The roosting sites of sampled species are in tree hollows, buildings, cracks in cliffs or caves for the summer and underground habitats, caves for the winter except V. murinus which hibernates in rock fissures and crevices in tall buildings [19]. All species usually form mixed colonies with congeneric species (e.g. M. bechsteinii with M. daubentonii). In other cases, roosts may contain mixed colonies, with species from different genera (e.g. M. myotis with Rhinolophus spp.). In hibernating sites, even species which roost in trees may encounter a wide variety of ectoparasites, including soft ticks. Some species are sedentary (M. alcathoe, M. bechsteinii, Pi. pipistrellus) [19], others are adapted to migration over a few hundred kilometres (M. myotis) [19] and others migrate for long-distance, up to 2000 km (N. noctula, Pi. nathusii, V. murinus) [19, 34]. Long distance migrants feed on the go, fuelling their energy loss while migrating [34]. The range of species studied and their diverse ecology showed that B. vesperuginis has a wide geographical distribution among different bat populations; it can be spread over a long distance and has low bat host specificity. Most of the bat species that were negative for the presence of B. vesperuginis are sedentary, except Mi. schreibersii and N. leisleri. However, in most of the cases, the negativity of certain bat species for B. vesperuginis might have been a consequence of the small sample size.

Gardner et al. [15] found B. vesperuginis in two species: Pi. pipistrellus (19/206, 9.22%) and M. mystacinus (1/11, 9.09%) in UK. Concannon et al. [17] examined by PCR (targeting 18S rDNA) the heart tissue of bats and found B. vesperuginis only in Pipistrellus sp. (6/60, 10%) in the UK. All records of B. vesperuginis, including the present study, indicate that the main host species for B. vesperuginis in Europe are N. noctula and Pipistrellus spp.

The phylogenetic analysis of the 20 18S rDNA sequences showed no variability between them. However, when the more variable cox1 gene was used, the phylogeny demonstrated the presence of a widely distributed clade (five host species, eight localities from Austria, Czech Republic and Romania) and a smaller one, with two host species (N. noctula and Pi. nathusii). In two localities (Babadag and Huda lui Papară, Romania), sequences included in both subclades of the cox1 tree were present.
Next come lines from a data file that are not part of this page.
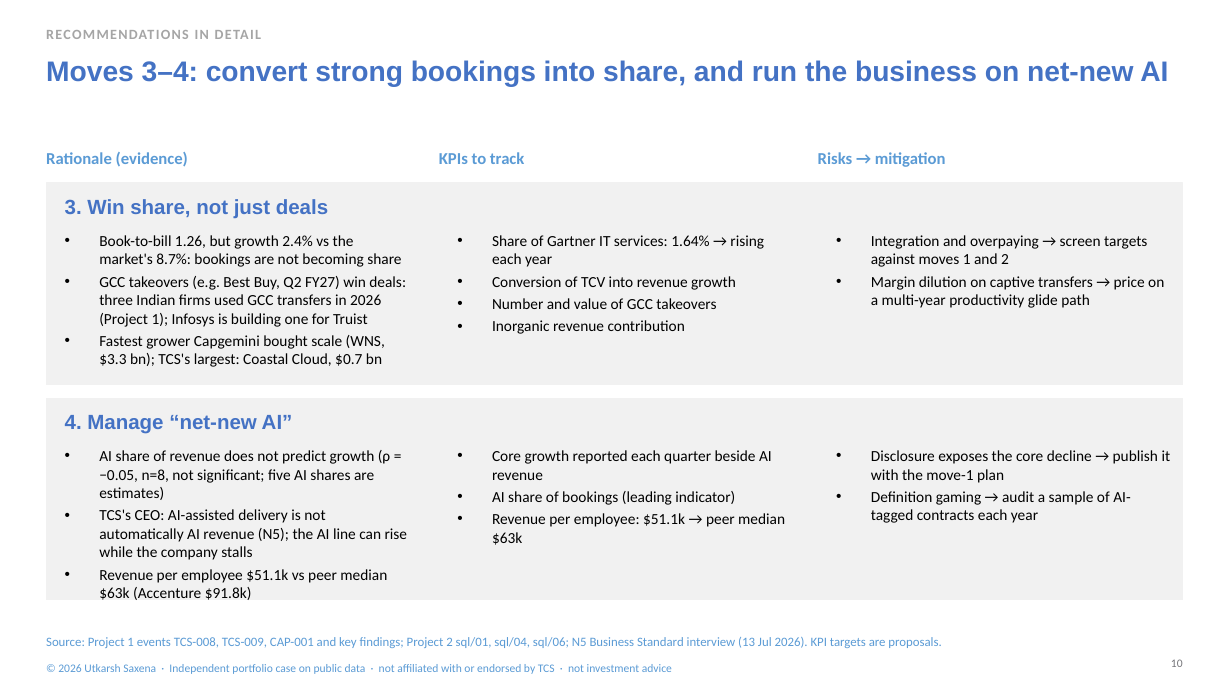
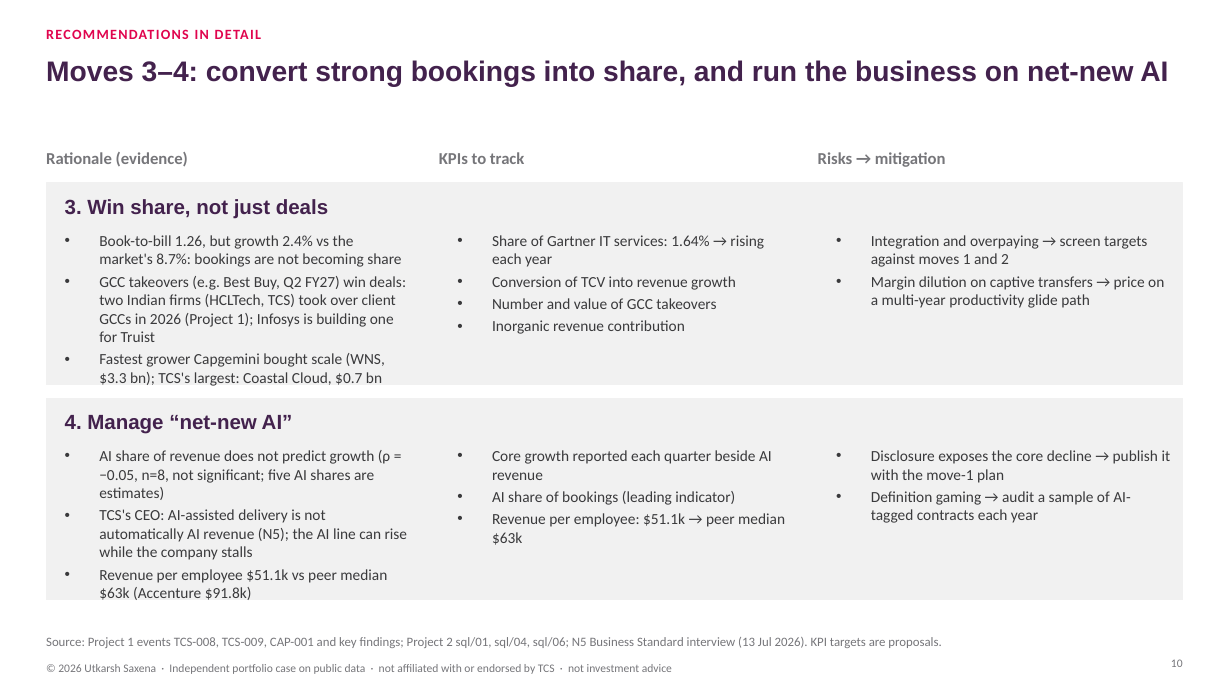
Before and after one commit to lokpriye96/ai-consulting-report-genai-services, a slide deck: slide 10 of outputs/TCS_AI_Deflation_Strategy.pptx. Drawn at 1232x693 pixels with LibreOffice and Linux fonts; fonts in the diff are those of the drawing. Boxes give left, top, right and bottom in pixels: in the first picture for what was removed or moved away, otherwise in the second. Text is boxed around its words. In the diff, an @@ line names an element or a change of style, - is before the commit and + after.

Commit message:
Sync Project 1 events; GCC takeovers: two firms (HCLTech, TCS); restore purple theme and watermarked slide images

```diff
--- a/outputs/TCS_AI_Deflation_Strategy.pptx
+++ b/outputs/TCS_AI_Deflation_Strategy.pptx
@@ text "RECOMMENDATIONS IN DETAIL" at bbox=[46, 29, 261, 39]: text colour #A5A5A5 to #E0044E @@
@@ text at bbox=[99, 235, 401, 386]: text colour #000000 to #3A3A3C in "Book-to-bill 1.26, but growth 2.4% vs the ...", "Fastest grower Capgemini bought scale (WNS, $3.3 ..." @@
@@ text at bbox=[99, 276, 406, 342]: text changed; text colour #000000 to #3A3A3C @@
-• GCC takeovers (e.g. Best Buy, Q2 FY27) win deals: three Indian firms used GCC transfers in 2026 (Project 1); Infosys is building one for Truist
+• GCC takeovers (e.g. Best Buy, Q2 FY27) win deals: two Indian firms (HCLTech, TCS) took over client GCCs in 2026 (Project 1); Infosys is building one for Truist
@@ text colour #4472C4 to #43224D in 3 elements at bbox=[46, 60, 1168, 87], bbox=[65, 199, 328, 219], bbox=[65, 415, 293, 434] @@
@@ text colour #000000 to #3A3A3C in 5 elements at bbox=[492, 235, 764, 334], bbox=[871, 235, 1164, 308], bbox=[99, 450, 408, 600], bbox=[492, 450, 785, 545], bbox=[871, 450, 1171, 523] @@
@@ text colour #5B9BD5 to #76767A in 5 elements at bbox=[46, 152, 188, 166], bbox=[439, 152, 525, 164], bbox=[818, 152, 946, 167], bbox=[46, 637, 941, 648], bbox=[58, 664, 672, 674] @@
```
Also in this commit, not shown: 9 other slides changed, 16 other files.

The life-cycle of B. vesperuginis is unknown. Gardener et al. [15] suggested the involvement of Argas vespertilionis as a vector, as this soft tick was found on the majority of the Pi. pipistrellus bats infected with B. vesperuginis. Similarly, only soft ticks (Ornithodoros marinkellei and Antricola mexicanus) were found on Mormoops megalophylla bats infected with Babesia sp. in Colombia [19]. However, the presence of B. vesperuginis has never been tested in soft ticks of bats. Moreover, for nearly all the Babesia species with a known life-cycle, the vector is a hard tick [35], suggesting a close co-evolution of piroplasms with the family Ixodidae. Nevertheless, Babesia meri is transmitted by Ornithodoros erraticus to the fat sand rat (Psammomys obesus) [36]. In addition, circumstantial evidence indicates the possible role of O. moubata (Argasidae) in the transmission of B. gibsoni in dogs after being artificially infected with this parasite [37], showing that the involvement of a soft tick in the life-cycle of Babesia sp. is possible. All hard ticks identified (a few individuals) on the individual bats included in the present study were examined and proved negative for the presence of B. vesperuginis in a different study [9].

Conclusion

Our study showed a broad geographical distribution of B. vesperuginis in European bats, reporting its presence in five new host species (My. cf. alcathoe, My. bechsteinii, My. myotis, Pi. nathusii, V. murinus). The low variability of 18S rDNA and cox1 sequences and a large number of confirmed host species suggest low host specificity of this piroplasmid and imply the involvement of a rather ubiquitous vector.